Material for this task:

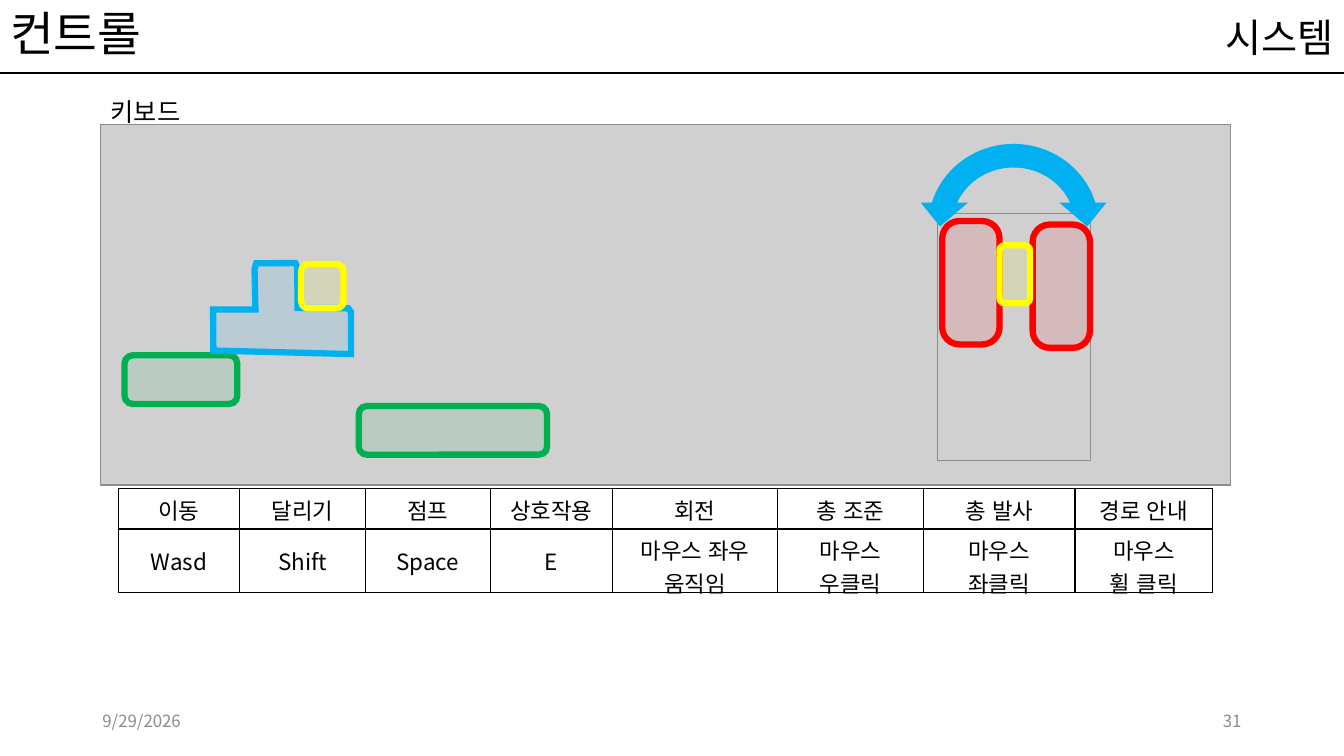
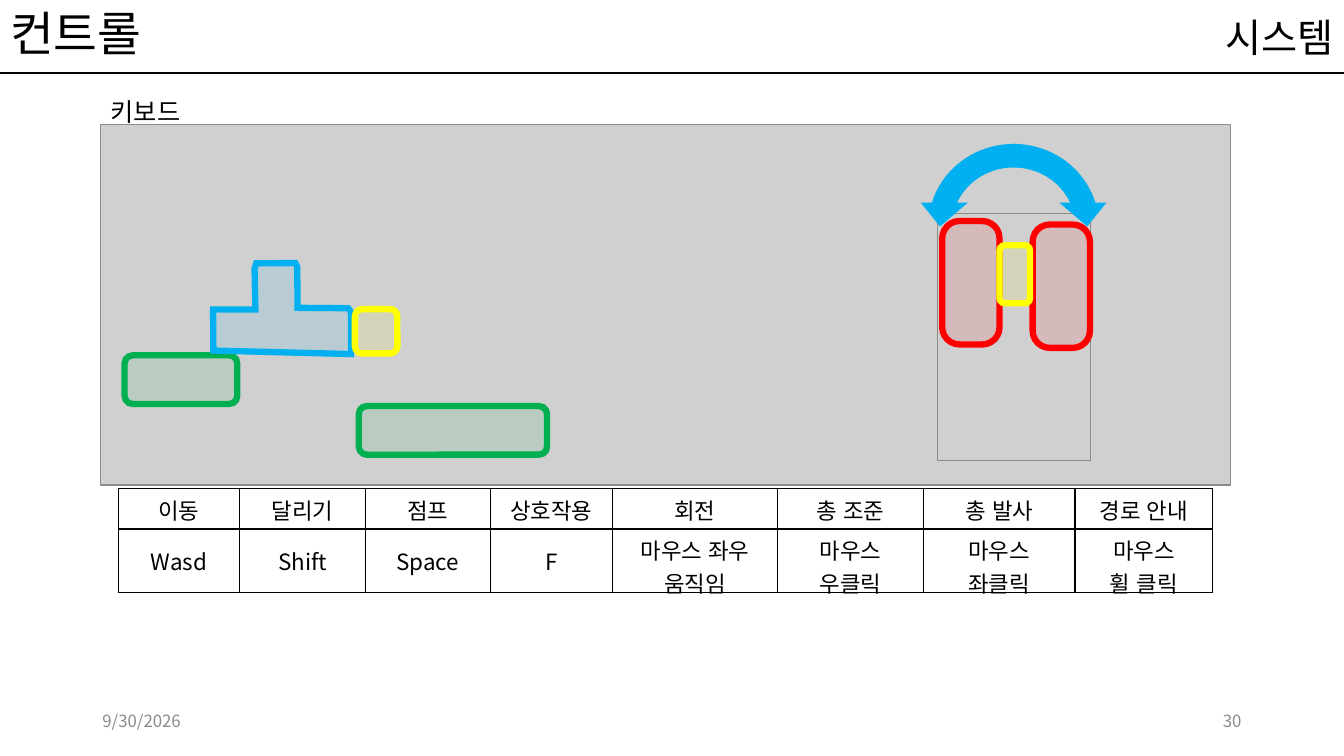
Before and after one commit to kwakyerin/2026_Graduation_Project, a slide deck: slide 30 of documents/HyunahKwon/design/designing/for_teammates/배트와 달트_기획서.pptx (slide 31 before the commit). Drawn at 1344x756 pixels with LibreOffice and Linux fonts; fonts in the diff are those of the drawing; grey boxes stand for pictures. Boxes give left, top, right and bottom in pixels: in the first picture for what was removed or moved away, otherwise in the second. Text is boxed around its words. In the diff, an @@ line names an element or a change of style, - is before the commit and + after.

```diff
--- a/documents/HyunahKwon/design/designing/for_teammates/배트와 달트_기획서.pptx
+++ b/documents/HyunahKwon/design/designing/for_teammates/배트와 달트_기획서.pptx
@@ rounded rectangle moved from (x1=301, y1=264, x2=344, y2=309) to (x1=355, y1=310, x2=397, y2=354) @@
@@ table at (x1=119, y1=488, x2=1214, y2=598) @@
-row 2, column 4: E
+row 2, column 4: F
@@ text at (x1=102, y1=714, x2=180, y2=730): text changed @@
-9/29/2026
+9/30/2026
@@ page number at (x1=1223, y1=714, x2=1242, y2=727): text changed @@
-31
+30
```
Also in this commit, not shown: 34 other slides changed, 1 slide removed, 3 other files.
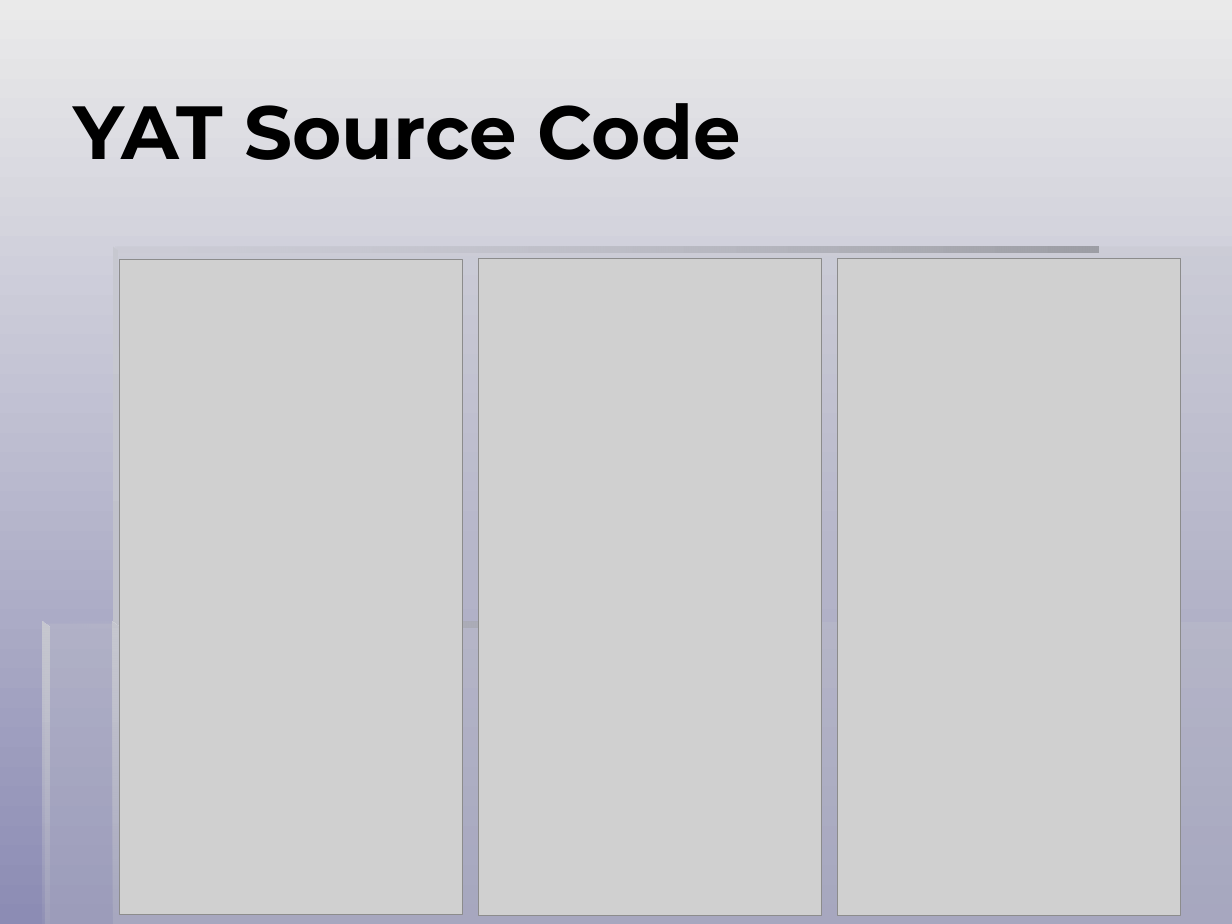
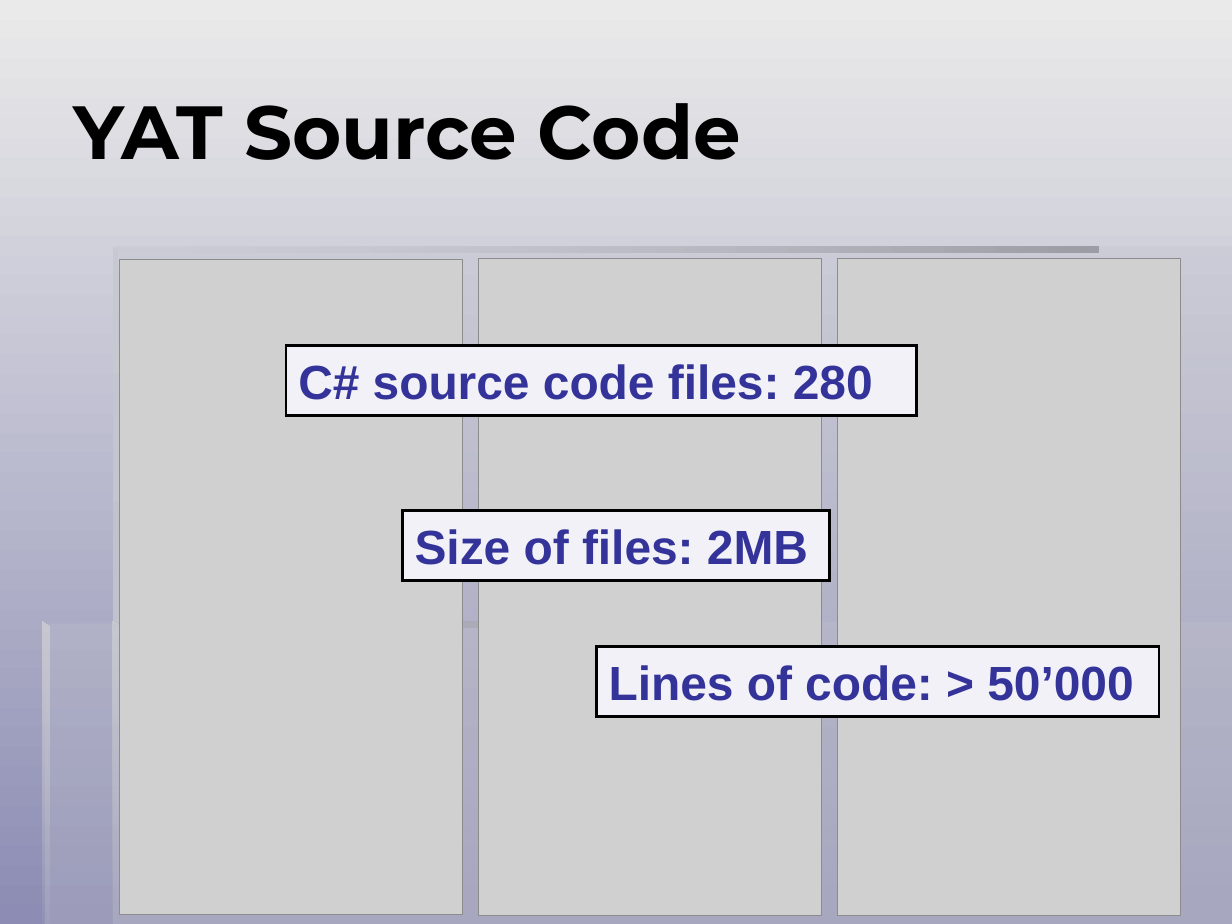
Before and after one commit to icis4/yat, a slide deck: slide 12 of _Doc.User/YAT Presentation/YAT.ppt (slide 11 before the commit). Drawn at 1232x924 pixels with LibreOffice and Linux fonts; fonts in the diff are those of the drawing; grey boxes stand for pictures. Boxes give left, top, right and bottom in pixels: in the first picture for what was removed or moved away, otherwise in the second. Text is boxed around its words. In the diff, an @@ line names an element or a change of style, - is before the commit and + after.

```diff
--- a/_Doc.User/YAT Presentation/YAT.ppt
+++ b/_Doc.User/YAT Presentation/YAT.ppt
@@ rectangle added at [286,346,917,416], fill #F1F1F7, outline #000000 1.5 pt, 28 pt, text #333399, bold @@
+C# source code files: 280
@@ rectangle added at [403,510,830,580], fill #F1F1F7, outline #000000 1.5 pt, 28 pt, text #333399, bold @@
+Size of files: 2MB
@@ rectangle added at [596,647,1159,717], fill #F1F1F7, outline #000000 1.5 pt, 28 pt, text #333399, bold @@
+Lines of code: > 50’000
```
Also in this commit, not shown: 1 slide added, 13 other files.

Task description: In your answer, set down the full listing word for word and include no pictures.

Output for this task:
Before and after one commit to kwakyerin/2026_Graduation_Project, a slide deck: slide 30 of documents/HyunahKwon/design/designing/for_teammates/배트와 달트_기획서.pptx (slide 31 before the commit). Drawn at 1344x756 pixels with LibreOffice and Linux fonts; fonts in the diff are those of the drawing; grey boxes stand for pictures. Boxes give left, top, right and bottom in pixels: in the first picture for what was removed or moved away, otherwise in the second. Text is boxed around its words. In the diff, an @@ line names an element or a change of style, - is before the commit and + after.

```diff
--- a/documents/HyunahKwon/design/designing/for_teammates/배트와 달트_기획서.pptx
+++ b/documents/HyunahKwon/design/designing/for_teammates/배트와 달트_기획서.pptx
@@ rounded rectangle moved from (x1=301, y1=264, x2=344, y2=309) to (x1=355, y1=310, x2=397, y2=354) @@
@@ table at (x1=119, y1=488, x2=1214, y2=598) @@
-row 2, column 4: E
+row 2, column 4: F
@@ text at (x1=102, y1=714, x2=180, y2=730): text changed @@
-9/29/2026
+9/30/2026
@@ page number at (x1=1223, y1=714, x2=1242, y2=727): text changed @@
-31
+30
```
Also in this commit, not shown: 34 other slides changed, 1 slide removed, 3 other files.
Before and after one commit to icis4/yat, a slide deck: slide 12 of _Doc.User/YAT Presentation/YAT.ppt (slide 11 before the commit). Drawn at 1232x924 pixels with LibreOffice and Linux fonts; fonts in the diff are those of the drawing; grey boxes stand for pictures. Boxes give left, top, right and bottom in pixels: in the first picture for what was removed or moved away, otherwise in the second. Text is boxed around its words. In the diff, an @@ line names an element or a change of style, - is before the commit and + after.

```diff
--- a/_Doc.User/YAT Presentation/YAT.ppt
+++ b/_Doc.User/YAT Presentation/YAT.ppt
@@ rectangle added at [286,346,917,416], fill #F1F1F7, outline #000000 1.5 pt, 28 pt, text #333399, bold @@
+C# source code files: 280
@@ rectangle added at [403,510,830,580], fill #F1F1F7, outline #000000 1.5 pt, 28 pt, text #333399, bold @@
+Size of files: 2MB
@@ rectangle added at [596,647,1159,717], fill #F1F1F7, outline #000000 1.5 pt, 28 pt, text #333399, bold @@
+Lines of code: > 50’000
```
Also in this commit, not shown: 1 slide added, 13 other files.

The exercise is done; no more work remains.